Fix 4: Relative Time Over Absolute Time

// When clock sync isn't reliable, use relative durations instead of absolute timestamps

// ❌ Absolute expiry timestamp — affected by clock skew
const token = jwt.sign(
  { sub: userId, exp: Math.floor(Date.now() / 1000) + 3600 },
  secret
)

// ✅ Relative duration — less sensitive to clock differences
const token = jwt.sign(
  { sub: userId },
  secret,
  { expiresIn: '1h' }  // 1 hour from issue time — relative
)

// For OAuth: use `expires_in` (seconds) not `expires_at` (timestamp)
// Client calculates expiry: Date.now() + (expires_in * 1000)
// No cross-server clock dependency

Fix 5: Detect Clock Skew in Production

// Monitor clock sync — alert before it breaks auth

// Response header: include server time in all responses
app.use((req, res, next) => {
  res.setHeader('X-Server-Time', new Date().toISOString())
  next()
})

// Client: compare server time to local time
async function detectClockSkew() {
  const clientBefore = Date.now()
  const response = await fetch('/api/health')
  const clientAfter = Date.now()

  const serverTime = new Date(response.headers.get('X-Server-Time')!).getTime()
  const clientMid = (clientBefore + clientAfter) / 2  // Rough correction for RTT
  const skewMs = serverTime - clientMid

  if (Math.abs(skewMs) > 30_000) {
    console.warn(`Clock skew detected: ${skewMs}ms`)
    // Adjust token refresh logic to account for skew
  }

  return skewMs
}

// Server-side: health endpoint exposes clock info
app.get('/health', (req, res) => {
  res.json({
    status: 'ok',
    serverTime: new Date().toISOString(),
    serverTimestamp: Date.now(),
    ntpOffset: getNTPOffset(),  // From chronyd/ntpd
  })
})

Fix 6: Distributed Tracing for Timing Issues

// Include timestamps in distributed traces to diagnose skew issues

import { trace, context } from '@opentelemetry/api'

async function validateToken(token: string) {
  const span = trace.getActiveSpan()

  try {
    const payload = await tokenService.verify(token)

    span?.setAttributes({
      'token.jti': payload.jti,
      'token.issued_at': payload.iat,
      'server.time': Date.now() / 1000,
      'clock.skew_seconds': Date.now() / 1000 - (payload.iat ?? 0),
    })

    return payload
  } catch (err) {
    span?.setAttributes({
      'token.error': err.message,
      'server.time': Date.now() / 1000,
    })
    throw err
  }
}
// Traces show exactly what the clock difference was at the time of failure

Clock Skew Checklist

  • ✅ NTP/Chrony configured on all servers
  • ✅ Monitor NTP offset — alert if > 500ms
  • ✅ JWT validation with 30-60s clock tolerance
  • ✅ Redis-backed token store for instant revocation
  • ✅ Server time in API response headers for client sync detection
  • ✅ Use expiresIn (relative) not exp (absolute) in JWT
  • ✅ Distributed tracing includes clock skew metrics

Conclusion

Clock skew in distributed systems is inevitable — NTP reduces it but doesn't eliminate it.
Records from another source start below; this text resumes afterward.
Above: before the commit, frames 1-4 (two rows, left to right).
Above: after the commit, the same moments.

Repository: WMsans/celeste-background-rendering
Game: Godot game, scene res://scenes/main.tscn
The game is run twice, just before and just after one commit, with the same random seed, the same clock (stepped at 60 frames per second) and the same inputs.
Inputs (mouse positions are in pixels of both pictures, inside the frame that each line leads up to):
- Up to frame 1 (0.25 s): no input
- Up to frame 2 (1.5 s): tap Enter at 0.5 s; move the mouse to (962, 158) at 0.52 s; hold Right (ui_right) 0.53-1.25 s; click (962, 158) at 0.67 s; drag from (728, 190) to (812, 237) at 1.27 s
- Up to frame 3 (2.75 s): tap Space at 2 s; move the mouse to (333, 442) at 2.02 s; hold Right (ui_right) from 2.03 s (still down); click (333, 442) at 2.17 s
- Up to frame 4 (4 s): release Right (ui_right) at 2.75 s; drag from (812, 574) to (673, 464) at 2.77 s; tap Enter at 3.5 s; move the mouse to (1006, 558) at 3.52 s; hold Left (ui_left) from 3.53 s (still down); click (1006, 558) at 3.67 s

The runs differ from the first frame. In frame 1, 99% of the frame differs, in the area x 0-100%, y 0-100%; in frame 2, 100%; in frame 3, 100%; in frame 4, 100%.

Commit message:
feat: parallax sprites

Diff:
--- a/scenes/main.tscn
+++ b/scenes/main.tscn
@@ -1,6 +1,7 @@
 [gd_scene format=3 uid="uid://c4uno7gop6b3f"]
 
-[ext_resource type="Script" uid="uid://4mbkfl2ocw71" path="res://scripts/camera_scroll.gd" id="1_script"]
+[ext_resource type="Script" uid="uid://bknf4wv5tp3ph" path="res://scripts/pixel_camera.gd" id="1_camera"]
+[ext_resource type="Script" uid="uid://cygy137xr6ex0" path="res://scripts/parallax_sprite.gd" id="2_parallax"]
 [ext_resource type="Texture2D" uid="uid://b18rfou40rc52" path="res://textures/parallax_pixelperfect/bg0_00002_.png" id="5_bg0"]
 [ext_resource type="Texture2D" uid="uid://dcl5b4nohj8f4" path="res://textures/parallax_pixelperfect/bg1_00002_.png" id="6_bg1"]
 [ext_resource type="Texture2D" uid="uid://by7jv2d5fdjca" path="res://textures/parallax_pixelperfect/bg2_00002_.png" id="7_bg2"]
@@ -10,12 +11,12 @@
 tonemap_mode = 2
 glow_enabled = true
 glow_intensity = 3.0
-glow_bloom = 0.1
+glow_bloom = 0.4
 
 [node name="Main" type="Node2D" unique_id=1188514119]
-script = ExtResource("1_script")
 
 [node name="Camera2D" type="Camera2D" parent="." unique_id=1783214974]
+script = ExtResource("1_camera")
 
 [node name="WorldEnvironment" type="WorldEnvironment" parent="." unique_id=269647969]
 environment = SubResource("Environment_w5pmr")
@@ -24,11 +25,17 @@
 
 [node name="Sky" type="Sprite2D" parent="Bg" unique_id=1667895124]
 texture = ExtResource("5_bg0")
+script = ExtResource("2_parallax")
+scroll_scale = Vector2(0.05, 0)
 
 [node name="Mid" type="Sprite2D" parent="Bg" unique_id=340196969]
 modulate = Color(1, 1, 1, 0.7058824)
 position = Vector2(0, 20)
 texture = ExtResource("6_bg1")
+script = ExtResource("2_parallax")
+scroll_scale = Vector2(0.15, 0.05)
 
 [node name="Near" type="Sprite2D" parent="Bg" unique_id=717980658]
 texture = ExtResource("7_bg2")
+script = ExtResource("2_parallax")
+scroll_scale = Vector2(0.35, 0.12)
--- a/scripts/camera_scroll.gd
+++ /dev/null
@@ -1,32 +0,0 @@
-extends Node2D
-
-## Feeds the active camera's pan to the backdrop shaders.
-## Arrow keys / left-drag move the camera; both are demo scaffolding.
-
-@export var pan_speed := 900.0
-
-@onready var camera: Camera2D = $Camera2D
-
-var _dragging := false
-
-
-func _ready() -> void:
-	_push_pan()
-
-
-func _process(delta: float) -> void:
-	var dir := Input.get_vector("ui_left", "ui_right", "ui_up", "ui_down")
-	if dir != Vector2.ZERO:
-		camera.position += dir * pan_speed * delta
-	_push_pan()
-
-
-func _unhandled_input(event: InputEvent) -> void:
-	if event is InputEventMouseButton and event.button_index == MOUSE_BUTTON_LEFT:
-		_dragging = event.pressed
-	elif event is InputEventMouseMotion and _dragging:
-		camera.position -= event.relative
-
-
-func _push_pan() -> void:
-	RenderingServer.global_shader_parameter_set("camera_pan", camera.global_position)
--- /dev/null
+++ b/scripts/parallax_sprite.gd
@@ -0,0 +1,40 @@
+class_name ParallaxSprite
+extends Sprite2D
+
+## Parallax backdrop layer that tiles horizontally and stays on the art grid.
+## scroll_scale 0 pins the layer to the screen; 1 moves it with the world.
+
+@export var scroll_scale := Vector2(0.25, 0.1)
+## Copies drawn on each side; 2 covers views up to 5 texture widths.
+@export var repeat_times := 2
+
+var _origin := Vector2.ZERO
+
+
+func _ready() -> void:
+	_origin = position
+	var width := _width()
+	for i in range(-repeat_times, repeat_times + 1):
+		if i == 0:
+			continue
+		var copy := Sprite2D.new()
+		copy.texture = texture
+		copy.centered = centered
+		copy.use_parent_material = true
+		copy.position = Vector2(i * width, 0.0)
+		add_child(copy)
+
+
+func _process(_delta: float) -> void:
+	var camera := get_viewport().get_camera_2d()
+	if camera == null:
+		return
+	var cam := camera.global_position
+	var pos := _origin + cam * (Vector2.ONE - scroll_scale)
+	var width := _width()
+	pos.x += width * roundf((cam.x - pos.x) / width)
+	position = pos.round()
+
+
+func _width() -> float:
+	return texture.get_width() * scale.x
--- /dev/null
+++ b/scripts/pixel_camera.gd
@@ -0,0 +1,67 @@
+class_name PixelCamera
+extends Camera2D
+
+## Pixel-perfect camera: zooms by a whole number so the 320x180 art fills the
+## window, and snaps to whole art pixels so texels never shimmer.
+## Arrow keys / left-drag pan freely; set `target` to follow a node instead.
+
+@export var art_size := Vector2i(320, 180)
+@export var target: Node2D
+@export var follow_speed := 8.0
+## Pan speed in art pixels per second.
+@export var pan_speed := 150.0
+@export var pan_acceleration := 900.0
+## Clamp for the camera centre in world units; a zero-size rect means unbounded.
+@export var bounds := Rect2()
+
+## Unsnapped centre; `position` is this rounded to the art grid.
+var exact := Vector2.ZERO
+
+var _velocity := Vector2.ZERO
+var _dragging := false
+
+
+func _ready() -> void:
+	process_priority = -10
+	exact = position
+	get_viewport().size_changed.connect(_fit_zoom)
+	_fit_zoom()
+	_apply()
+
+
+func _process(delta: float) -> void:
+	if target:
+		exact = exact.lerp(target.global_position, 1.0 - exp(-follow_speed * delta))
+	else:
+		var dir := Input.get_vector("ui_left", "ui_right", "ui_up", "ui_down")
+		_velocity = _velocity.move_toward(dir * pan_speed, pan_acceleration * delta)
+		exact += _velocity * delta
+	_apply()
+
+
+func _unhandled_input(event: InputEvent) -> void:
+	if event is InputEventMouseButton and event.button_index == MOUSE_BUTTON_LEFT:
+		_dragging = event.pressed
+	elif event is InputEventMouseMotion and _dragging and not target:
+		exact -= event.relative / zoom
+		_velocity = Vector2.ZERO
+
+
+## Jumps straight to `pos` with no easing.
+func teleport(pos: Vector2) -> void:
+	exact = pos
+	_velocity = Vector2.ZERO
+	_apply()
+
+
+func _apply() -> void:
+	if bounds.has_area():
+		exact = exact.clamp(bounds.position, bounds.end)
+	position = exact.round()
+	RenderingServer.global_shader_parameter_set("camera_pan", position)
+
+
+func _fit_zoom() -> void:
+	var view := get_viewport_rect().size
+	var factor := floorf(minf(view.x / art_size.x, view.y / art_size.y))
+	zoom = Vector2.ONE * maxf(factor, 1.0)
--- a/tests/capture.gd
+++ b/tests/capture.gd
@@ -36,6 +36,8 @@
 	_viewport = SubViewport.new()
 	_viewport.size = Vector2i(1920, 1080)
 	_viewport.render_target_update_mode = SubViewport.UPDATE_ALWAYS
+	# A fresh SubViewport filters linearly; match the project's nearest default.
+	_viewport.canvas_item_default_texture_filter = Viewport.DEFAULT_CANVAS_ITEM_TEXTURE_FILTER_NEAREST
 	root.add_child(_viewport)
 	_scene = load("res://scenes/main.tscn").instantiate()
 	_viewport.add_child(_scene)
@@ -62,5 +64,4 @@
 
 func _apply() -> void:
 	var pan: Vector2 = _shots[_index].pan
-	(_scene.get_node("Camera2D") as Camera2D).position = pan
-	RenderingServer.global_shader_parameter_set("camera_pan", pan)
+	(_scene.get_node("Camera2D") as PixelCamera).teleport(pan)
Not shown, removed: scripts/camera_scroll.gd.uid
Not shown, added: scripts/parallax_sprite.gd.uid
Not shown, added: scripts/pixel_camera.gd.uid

Your JWT validation must account for this reality: configure clockTolerance of 30-60 seconds to handle normal NTP drift. For the root cause, ensure Chrony is installed and syncing on all nodes, and alert when NTP offset exceeds 500ms. For stronger security guarantees, add a Redis-backed token store that lets you revoke tokens instantly and doesn't rely solely on the JWT exp claim. A 30-second clock tolerance doesn't meaningfully reduce security — it prevents production auth failures.